ピット(点検場)を出て先に進むと、高級マンションの入り口のようなモダンな建物がある。実はこれ、車輪の転削場だという。さらに進むと電気機関車E31形が3台並んでいた。これは4軸の小型直流電気機関車で、かつて西武鉄道が貨物輸送を行っていた時に活躍したとのこと。現在は電車の回送や保線車両を引いているそうだ。坂道を上って屋根周りまで撮影している熱心な少年に聞いたところ、今年度で廃止になるという噂があるという。「1台は保存されるかもしれないけれど、今日のような三重連は見納めだと思います」なるほど。それでは私もパチリ。

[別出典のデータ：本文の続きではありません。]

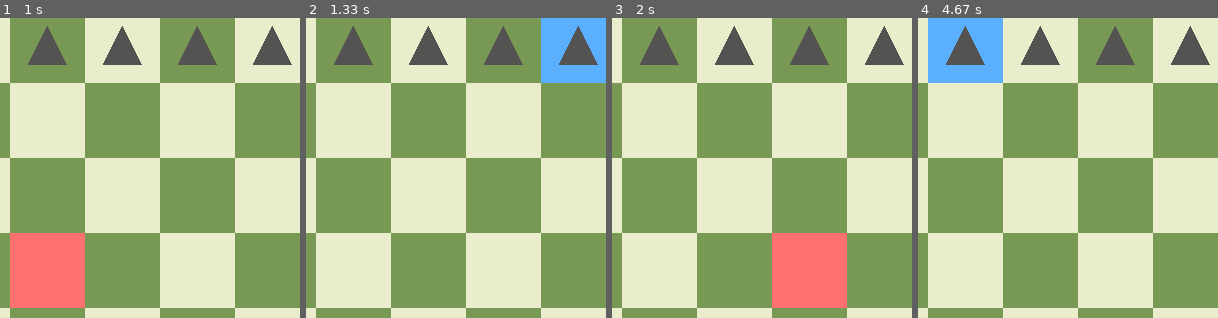
Above: before the commit, frames 1-4 (left to right).
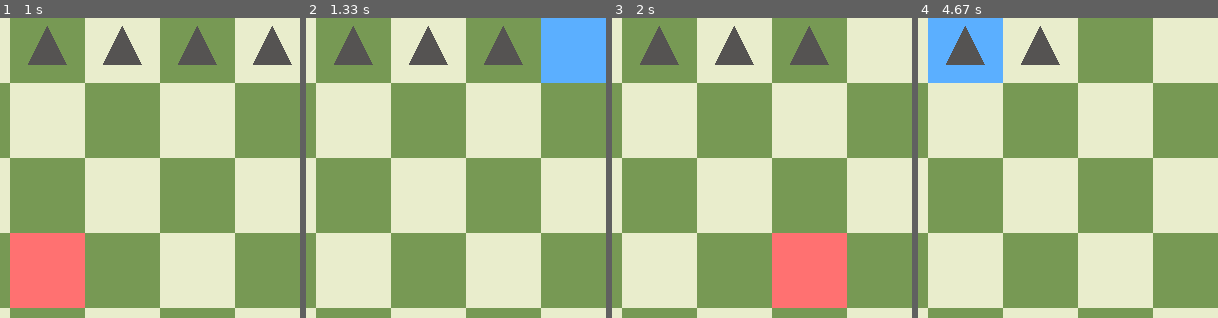
Above: after the commit, the same moments.

Repository: caleb-james-smith/PyGameChess
Game: pygame game, started from play.py
The game is run twice, just before and just after one commit, with the same random seed, the same clock (stepped at 60 frames per second) and the same inputs.
Inputs (mouse positions are % of the whole screen's width and height, from its top left):
- Up to frame 1 (1 s): click (50, 50) at 0.38 s; click (26, 51) at 0.72 s
- Up to frame 2 (1.33 s): click (65, 15) at 1.05 s
- Up to frame 3 (2 s): click (52, 16) at 1.38 s; click (51, 60) at 1.72 s
- Up to frame 4 (4.67 s): click (76, 66) at 2.05 s; click (76, 41) at 2.38 s; click (18, 60) at 2.72 s; click (85, 70) at 3.05 s; click (54, 46) at 3.38 s; click (28, 32) at 3.72 s; click (77, 61) at 4.05 s; click (34, 18) at 4.38 s
The pictures show only the part of the screen within x 23-73%, y 14-64%; the shares and areas given below are measured in that part.

Frame 1 is identical in both runs. In frame 2, 0.9% of the frame differs, in the area x 84-98%, y 2-16%; in frame 3, 0.9%; in frame 4, 1.7%, in the area x 59-98%, y 2-16%.

Commit message:
Update variable names and comments. Test piece movement; the movement has bugs and needs to be fixed.

Diff:
--- a/board.py
+++ b/board.py
@@ -46,12 +46,12 @@
                 # Draw square
                 self.DrawSquare(color, x_position, y_position)
 
-    # get chess notation for given x, y coordinates
-    # example: input = [2, 3], output = "c5"
+    # Get chess notation for given x, y coordinates
+    # Example: input = [2, 3], output = "c5"
     def GetChessNotation(self, location):
         chess_notation = None
 
-        # check for valid location:
+        # Check for valid location:
         if not self.LocationIsValid(location):
             print("ERROR: The location [x, y] = {0} is not valid!".format(location))
             return chess_notation
@@ -59,7 +59,7 @@
         x = location[0]
         y = location[1]
 
-        # chess notation
+        # Chess notation
         # column: letters "a" to "h", starting from the left column
         # row:    integers 1 to 8, starting from the bottom row
         # columns correspond to x coordinate!
@@ -70,12 +70,12 @@
         chess_notation = column + row
         return chess_notation
 
-    # get x, y coordinates based on chess notation
-    # example: input = "c5", output = [2, 3]
+    # Get x, y coordinates based on chess notation
+    # Example: input = "c5", output = [2, 3]
     def GetXY(self, chess_notation):
         x, y = None, None
 
-        # check for valid notation:
+        # Check for valid notation:
         if not self.NotationIsValid(chess_notation):
             print("ERROR: The chess notation coordinate '{0}' is not valid!".format(chess_notation))
             return [x, y]
@@ -83,13 +83,13 @@
         column = chess_notation[0]
         row    = chess_notation[1]
 
-        # invert the conversion to notation; solve for x and y
+        # Invert the conversion to notation; solve for x and y
         x = ord(column) - ord('a')
         y = 8 - int(row)
 
         return [x, y]
 
-    # check if location coordinate (x, y) is valid
+    # Check if location coordinate (x, y) is valid
     def LocationIsValid(self, location):
         if not location:
             return False
@@ -104,7 +104,7 @@
             return False
         return True
 
-    # check if chess notation coordinate is valid
+    # Check if chess notation coordinate is valid
     def NotationIsValid(self, chess_notation):
         if not chess_notation:
             return False
--- a/play.py
+++ b/play.py
@@ -47,7 +47,7 @@
 # Draw a piece
 # x_position: x position measured from left edge
 # y_position: y position measured from top edge
-def draw_piece(my_game, my_screen, color, x_position, y_position, size, type):
+def draw_piece(my_game, my_screen, color, x_position, y_position, size, piece_type):
     # Piece Shapes
     # - pawn:   small triangle
     # - knight: triangle pointing left
@@ -59,27 +59,27 @@
     # When drawing, recall that positive x is to the right and positive y is down.
 
     # pawn: small triangle
-    if type == "pawn":
+    if piece_type == "pawn":
         points = [(x_position - size, y_position + size), (x_position + size, y_position + size), (x_position, y_position - size)]
         my_game.draw.polygon(my_screen, color, points, 0)
     # knight: triangle pointing left
-    elif type == "knight":
+    elif piece_type == "knight":
         points = [(x_position + size, y_position - 1.5 * size), (x_position + size, y_position + 1.5 * size), (x_position - size, y_position)]
         my_game.draw.polygon(my_screen, color, points, 0)
     # bishop: tall triangle
-    elif type == "bishop":
+    elif piece_type == "bishop":
         points = [(x_position - size, y_position + 1.5 * size), (x_position + size, y_position + 1.5 * size), (x_position, y_position - 1.5 * size)]
         my_game.draw.polygon(my_screen, color, points, 0)
     # rook: tall rectangle
-    elif type == "rook":
+    elif piece_type == "rook":
         points = [(x_position - size, y_position - 1.5 * size), (x_position + size, y_position - 1.5 * size), (x_position + size, y_position + 1.5 * size), (x_position - size, y_position + 1.5 * size)]
         my_game.draw.polygon(my_screen, color, points, 0)
     # queen: pentagon
-    elif type == "queen":
+    elif piece_type == "queen":
         points = [(x_position - size, y_position + 1.5 * size), (x_position - 1.5 * size, y_position), (x_position, y_position - 1.5 * size), (x_position + 1.5 * size, y_position), (x_position + size, y_position + 1.5 * size)]
         my_game.draw.polygon(my_screen, color, points, 0)
     # king: square
-    elif type == "king":
+    elif piece_type == "king":
         points = [(x_position - size, y_position - size), (x_position + size, y_position - size), (x_position + size, y_position + size), (x_position - size, y_position + size)]
         my_game.draw.polygon(my_screen, color, points, 0)
     # any other piece: circle
@@ -148,7 +148,7 @@
     # Initialize the board
     board = Board(pygame, screen, BOARD_LIGHT_COLOR, BOARD_DARK_COLOR, SQUARES_PER_SIDE, SQUARE_SIDE)
     # Initialize the game state
-    state = State()
+    state = State(board)
     state.SetInitialState()
 
     # Run until the user asks to quit
@@ -156,10 +156,14 @@
 
     # Click position
     click_position = None
+    position_from  = None
+    position_to    = None
+    clicked_square_exists   = False
     clicked_square_is_empty = False
 
+    # Game running condition
     while running:
-
+        # Game event loop
         for event in pygame.event.get():
             # If the user clicks the window close button, stop running.
             if event.type == pygame.QUIT:
@@ -188,6 +192,18 @@
                     clicked_square_is_empty = True
                 else:
                     clicked_square_is_empty = False
+                # Move piece...
+                # FIXME: needs to use clicked_square_exists and clicked_square_is_empty from previous click
+                # FIXME: need to know both "from" and "to" positions
+                # FIXME: check all cases when clicked_square_exists and position_from should be set
+                if clicked_square_exists:
+                    if not clicked_square_is_empty:
+                        position_to = [x, y]
+                        state.MovePiece(position_from, position_to)
+                        clicked_square_exists = False
+                else:
+                    clicked_square_exists = True
+                    position_from = [x, y]
 
                 print("click = ({0}, {1}); square = ({2}, {3}); (x, y) = ({4}, {5}); notation: {6}; piece = {7}: {8}".format(click_x, click_y, square_x, square_y, x, y, chess_notation, piece_value, piece_name))
 
@@ -214,7 +230,7 @@
         # Flip the display
         pygame.display.flip()
 
-    # Done! Time to quit.
+    # Game over! Time to quit.
     pygame.quit()
 
 def main():
--- a/state.py
+++ b/state.py
@@ -18,11 +18,12 @@
 # - Define numbers and names for chess pieces
 # - Create a class for the chess board
 
-# class to define current game state (piece positions)
+# Class to define current game state (piece positions)
 class State:
-    def __init__(self, state=None):
+    def __init__(self, board, state=None):
+        self.board = board
         self.state = state
-        # chess pieces
+        # Chess pieces
         self.pieces = {
             0: "empty",
             1: "pawn",
@@ -42,9 +43,17 @@
     def SetState(self, state):
         self.state = state
 
-    # print the state with pretty formatting
+    # Check if piece has a valid value
+    def PieceIsValid(self, value):
+        abs_value = abs(value)
+        if abs_value in self.pieces:
+            return True
+        else:
+            return False
+
+    # Print the state with pretty formatting
     def PrintState(self):
-        # number of dashes to match length of row string
+        # Number of dashes to match length of row string
         n_dashes = (8 * 3) - 1
         line = n_dashes * "-"
 
@@ -52,8 +61,8 @@
         if self.state:
             print(line)
             for row in self.state:
-                # fill with whitespace using string rjust()
-                # forces positive and negative ints < 10 to use the same width
+                # Fill with whitespace using string rjust()
+                # Forces positive and negative ints < 10 to use the same width
                 row_formatted = [str(value).rjust(2) for value in row]
                 row_string = ",".join(row_formatted)
                 print(row_string)
@@ -61,10 +70,10 @@
         else:
             print(self.state)
 
-    # set initial state (starting position)
+    # Set initial state (starting position)
     def SetInitialState(self):
-        # initial state: chess starting position
-        # note: index with y first (rows), then x (columns)
+        # Initial state: chess starting position
+        # Note: index with y first (rows), then x (columns)
         state = [
             [-4, -2, -3, -5, -6, -3, -2, -4],
             [-1, -1, -1, -1, -1, -1, -1, -1],
@@ -77,19 +86,46 @@
         ]
         self.SetState(state)
 
-    # get name of piece based on value
+    # Set a position to a value
+    # Check if position and value are valid
+    def SetValue(self, position, value):
+        if self.board.LocationIsValid(position):
+            if self.PieceIsValid(value):
+                state = self.GetState()
+                x = position[0]
+                y = position[1]
+                state[y][x] = value
+                self.SetState(state)
+            else:
+                print("ERROR: The piece value {0} is not valid!".format(value))
+        else:
+            print("ERROR: The position [x, y] = {0} is not valid!".format(position))
+        return
+
+    # Move piece from one position to another
+    def MovePiece(self, position_from, position_to):
+        # Get value of piece in "from" position
+        value = self.GetPieceValueInPosition(position_from)
+        # Set "from" position to 0 for empty
+        self.SetValue(position_from, 0)
+        # Set "to" position to value of piece
+        self.SetValue(position_to, value)
+
+    # Get name of piece based on value
     def GetPieceName(self, value):
         result = ""
 
-        # get name of piece based on value; use absolute value
-        abs_value = abs(value)
-        if abs_value in self.pieces:
+        # Get name of piece based on value; use absolute value
+        #abs_value = abs(value)
+        #if abs_value in self.pieces:
+        if self.PieceIsValid(value):
+            abs_value = abs(value)
             result = self.pieces[abs_value]
         else:
-            print("ERROR: The value {0} does not represent a valid piece.".format(abs_value))
+            print("ERROR: The value {0} does not represent a valid piece.".format(value))
             return
 
-        # assign white or black based on sign
+        # Assign white or black based on sign
         if value > 0:
             result = "white {0}".format(result)
         elif value < 0:
@@ -97,7 +133,7 @@
 
         return result
 
-    # get piece value in position
+    # Get piece value in position
     def GetPieceValueInPosition(self, position):
         x = position[0]
         y = position[1]
@@ -105,15 +141,15 @@
         piece_value = self.state[y][x]
         return piece_value
 
-    # get piece name in position
+    # Get piece name in position
     def GetPieceNameInPosition(self, position):
         piece_value = self.GetPieceValueInPosition(position)
         piece_name  = self.GetPieceName(piece_value)
         return piece_name
 
-    # print types of pieces
+    # Print types of pieces
     def PrintPieceTypes(self):
-        # print types of pieces
+        # Print types of pieces
         for i in range(-6, 7):
             print("{0}: {1}".format(i, self.GetPieceName(i)))

続いて見える電車は、ボックス型クロスシートの4000系、保線用車両。その隣に行列。この行列は運転台体験を待つ人々だ。運転台見学は実際の電車の運転台に座って記念撮影をしたり、レバー類を操作させてくれる。ライトをつけたり、警笛を鳴らしたり、ブレーキ弁を操作してプシューッとエア抜けの音を出してみたり。これは小さなお友達も大きなお友達も楽しそう。30000系「スマイルトレイン」の機器類はすべて液晶モニターになっていて、最新航空機さながらの「グラスコックピット」だった。その情報画面のタッチパネルも触っていいらしい。なお、運転台滞在時間は2分ほど。電車は30000系と101系の2本が用意されていたけれど、数千人の来場者のなかで運転台体験ができる人は数百人程度。運転台に座りたい人は、他のイベントに寄り道しないで、まずここに並んだほうがいい。